Когда он вышел, людей стало заметно больше. Он старался не поднимать взгляда и казаться как можно незаметнее.
Сюртук клирика словно делал его деталью интерьера, и Уолтера это полностью устраивало — трое мужчин у перемычки, кажется, собирались драться, а пара женщин из Идущих хватали проходящих мимо людей за руки и предлагали погадать.
— Ай, милый, какой славный котеночек! — кто-то схватил его за левый рукав и потянул к себе.
— Не стоит, мисс, — попросил он, попытавшись тактично высвободить руку, но Идущая держала крепко. Он повернулся, готовя отповедь, но замер.
Уолтер ожидал увидеть смуглую девушку в ярких одеждах, вроде тех, кого видел на вокзале. Но на него смотрела темно-рыжая, бледная женщина в мятом черном платье. Волосы ее стояли дыбом, а улыбалась она так, что у него возникли серьезные подозрения, что она тоже грешила с опиумной трубкой. Ее лицо показалось ему удивительно неприятным, хотя он не мог объяснить себе, почему.
— Дай левую ручку, солнце мое, — вкрадчиво попросила она.
— Гадалка из вас не очень, — мягко заметил он, делая еще одну попытку освободиться. — К тому же Служители не верят в то, что Сон можно предсказать.
— По шестеренкам посмотрю, — подмигнула она и не выпуская его руку, и продолжая улыбаться, оттеснила к дверям купе. Уолтер только сейчас заметил во второй ее руке тонкую длинную трубку. Вересковую, без всякого опиума.

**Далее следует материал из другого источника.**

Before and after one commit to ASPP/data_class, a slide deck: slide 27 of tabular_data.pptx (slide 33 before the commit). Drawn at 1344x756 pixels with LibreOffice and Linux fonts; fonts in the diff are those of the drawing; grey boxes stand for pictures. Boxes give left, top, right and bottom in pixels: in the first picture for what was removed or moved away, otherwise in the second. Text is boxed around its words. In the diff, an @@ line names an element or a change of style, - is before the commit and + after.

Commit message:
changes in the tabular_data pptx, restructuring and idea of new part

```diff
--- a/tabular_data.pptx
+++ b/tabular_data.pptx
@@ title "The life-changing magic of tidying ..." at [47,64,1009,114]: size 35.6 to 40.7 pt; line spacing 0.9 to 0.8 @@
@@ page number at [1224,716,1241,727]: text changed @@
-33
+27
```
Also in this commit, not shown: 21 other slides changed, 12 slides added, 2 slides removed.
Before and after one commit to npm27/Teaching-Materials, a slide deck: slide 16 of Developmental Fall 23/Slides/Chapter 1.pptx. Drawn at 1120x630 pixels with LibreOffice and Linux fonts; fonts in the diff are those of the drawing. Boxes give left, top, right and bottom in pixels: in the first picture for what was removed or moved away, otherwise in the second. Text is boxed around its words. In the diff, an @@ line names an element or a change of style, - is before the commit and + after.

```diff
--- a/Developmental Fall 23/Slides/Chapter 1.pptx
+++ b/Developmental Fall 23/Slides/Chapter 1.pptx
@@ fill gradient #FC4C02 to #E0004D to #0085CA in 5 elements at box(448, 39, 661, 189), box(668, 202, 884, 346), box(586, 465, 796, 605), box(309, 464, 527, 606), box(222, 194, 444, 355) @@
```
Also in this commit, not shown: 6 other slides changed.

Он открыл дверь, и Идущая замерла на пороге, обведя сидящих тоскливым взглядом. Затем медленно зашла, затянулась и выдохнула вместе с густым дымом:
— Чудно. Я обычно обещаю другое, но вы все умрете. Ты умрешь, — она ткнула трубкой в грудь Бена. — Ты тоже умрешь, — она указала на Уолтера, — и ты, и даже ты, — трубка указала на Зои и Эльстер. — Это я знаю точно, только кое-кто из вас пораньше. Я не могу помочь тебе, — трубка указала на Бена, — потому что ты молодой, глупый и думаешь, что умирать не больно. И тебе, пташка, я не могу помочь, потому что нужно быть осторожнее с корреспонденцией. Тебе, — она ткнула трубкой Уолтеру в кончик носа, и он почувствовал едкий запах тлеющего табака с нотками ментола, — я не могу помочь, потому что ты уже влюбился, то есть сунул голову в петлю, встал на табуретку и прыгаешь на одной ноге. Про тебя, — она махнула трубкой в сторону Зои, — я вообще молчу.
— И зачем вы все это говорите? — с неприязнью спросил Уолтер, выдергивая рукав.